__What you will do__: What you return must be every line below that includes the word "pptx".

__Data under study__:
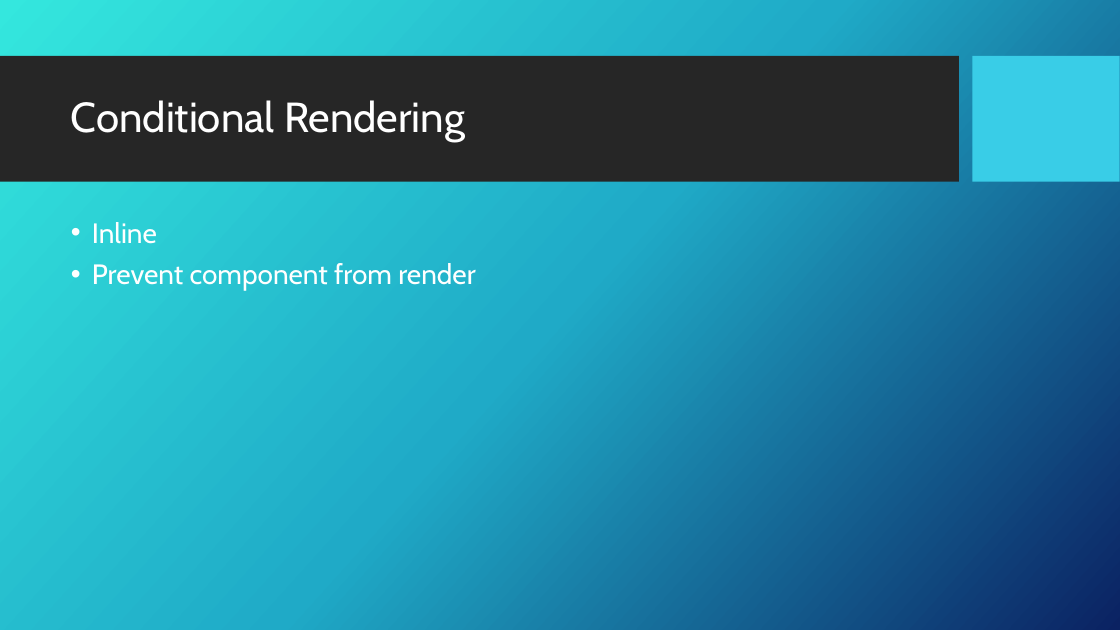
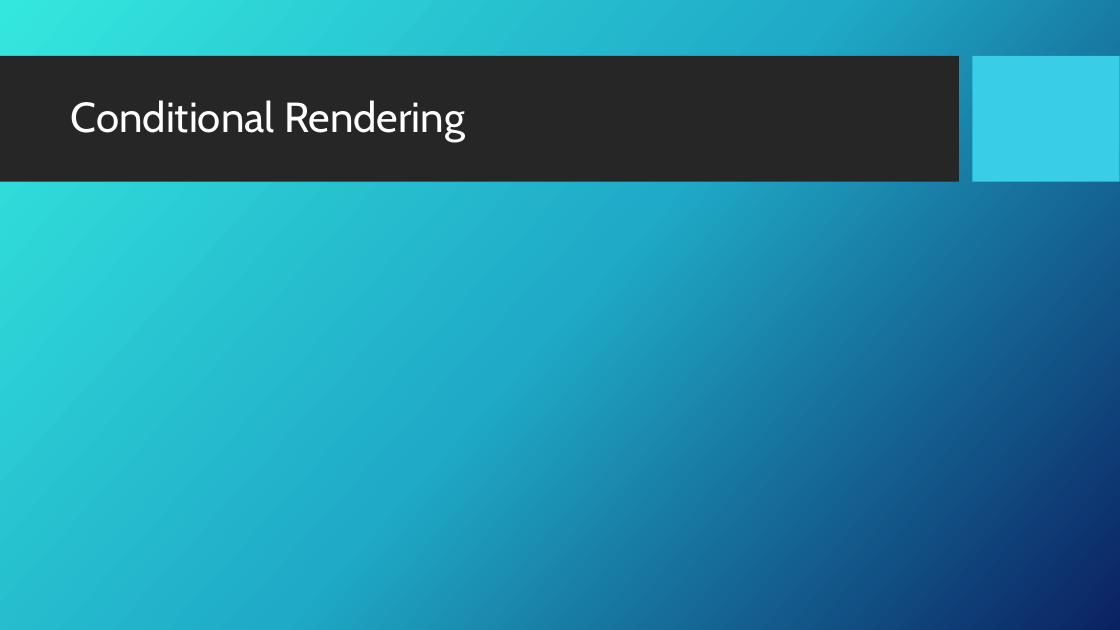
Before and after one commit to alirezaed/behssazan-react, a slide deck: slide 76 of JS_React_Training.pptx (slide 73 before the commit). Drawn at 1120x630 pixels with LibreOffice and Linux fonts; fonts in the diff are those of the drawing; background and template pictures are left out. Boxes give left, top, right and bottom in pixels: in the first picture for what was removed or moved away, otherwise in the second. Text is boxed around its words. In the diff, an @@ line names an element or a change of style, - is before the commit and + after.

```diff
--- a/JS_React_Training.pptx
+++ b/JS_React_Training.pptx
@@ text removed at bbox=[92, 222, 475, 291] @@
-• Inline
-• Prevent component from render
```
Also in this commit, not shown: 2 other slides changed, 5 slides added, 5 other files.
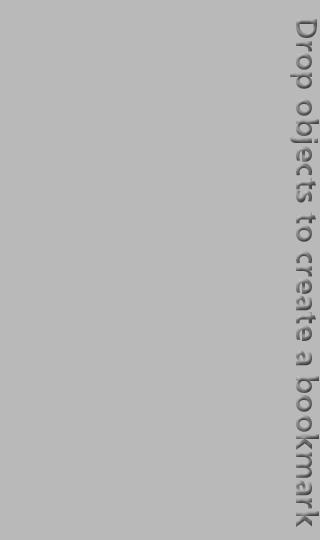
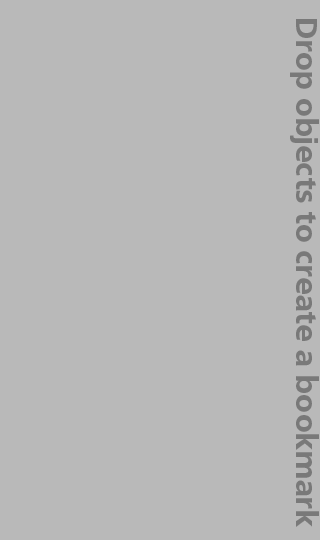
Two versions of the same layered image (320×540). Layer-by-layer changes:
pixels changed over [290, 19, 319, 527] (layer not identified)
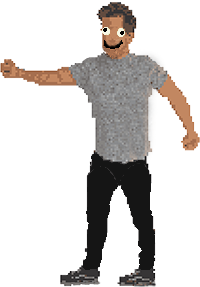
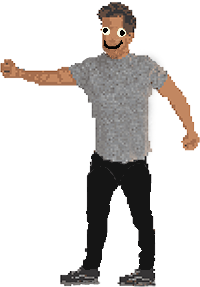
Layers edited between the first and the second 200 × 287 image:
painted on "Head" over [102, 27, 126, 49]

__Exercise output__:
Before and after one commit to alirezaed/behssazan-react, a slide deck: slide 76 of JS_React_Training.pptx (slide 73 before the commit). Drawn at 1120x630 pixels with LibreOffice and Linux fonts; fonts in the diff are those of the drawing; background and template pictures are left out. Boxes give left, top, right and bottom in pixels: in the first picture for what was removed or moved away, otherwise in the second. Text is boxed around its words. In the diff, an @@ line names an element or a change of style, - is before the commit and + after.
--- a/JS_React_Training.pptx
+++ b/JS_React_Training.pptx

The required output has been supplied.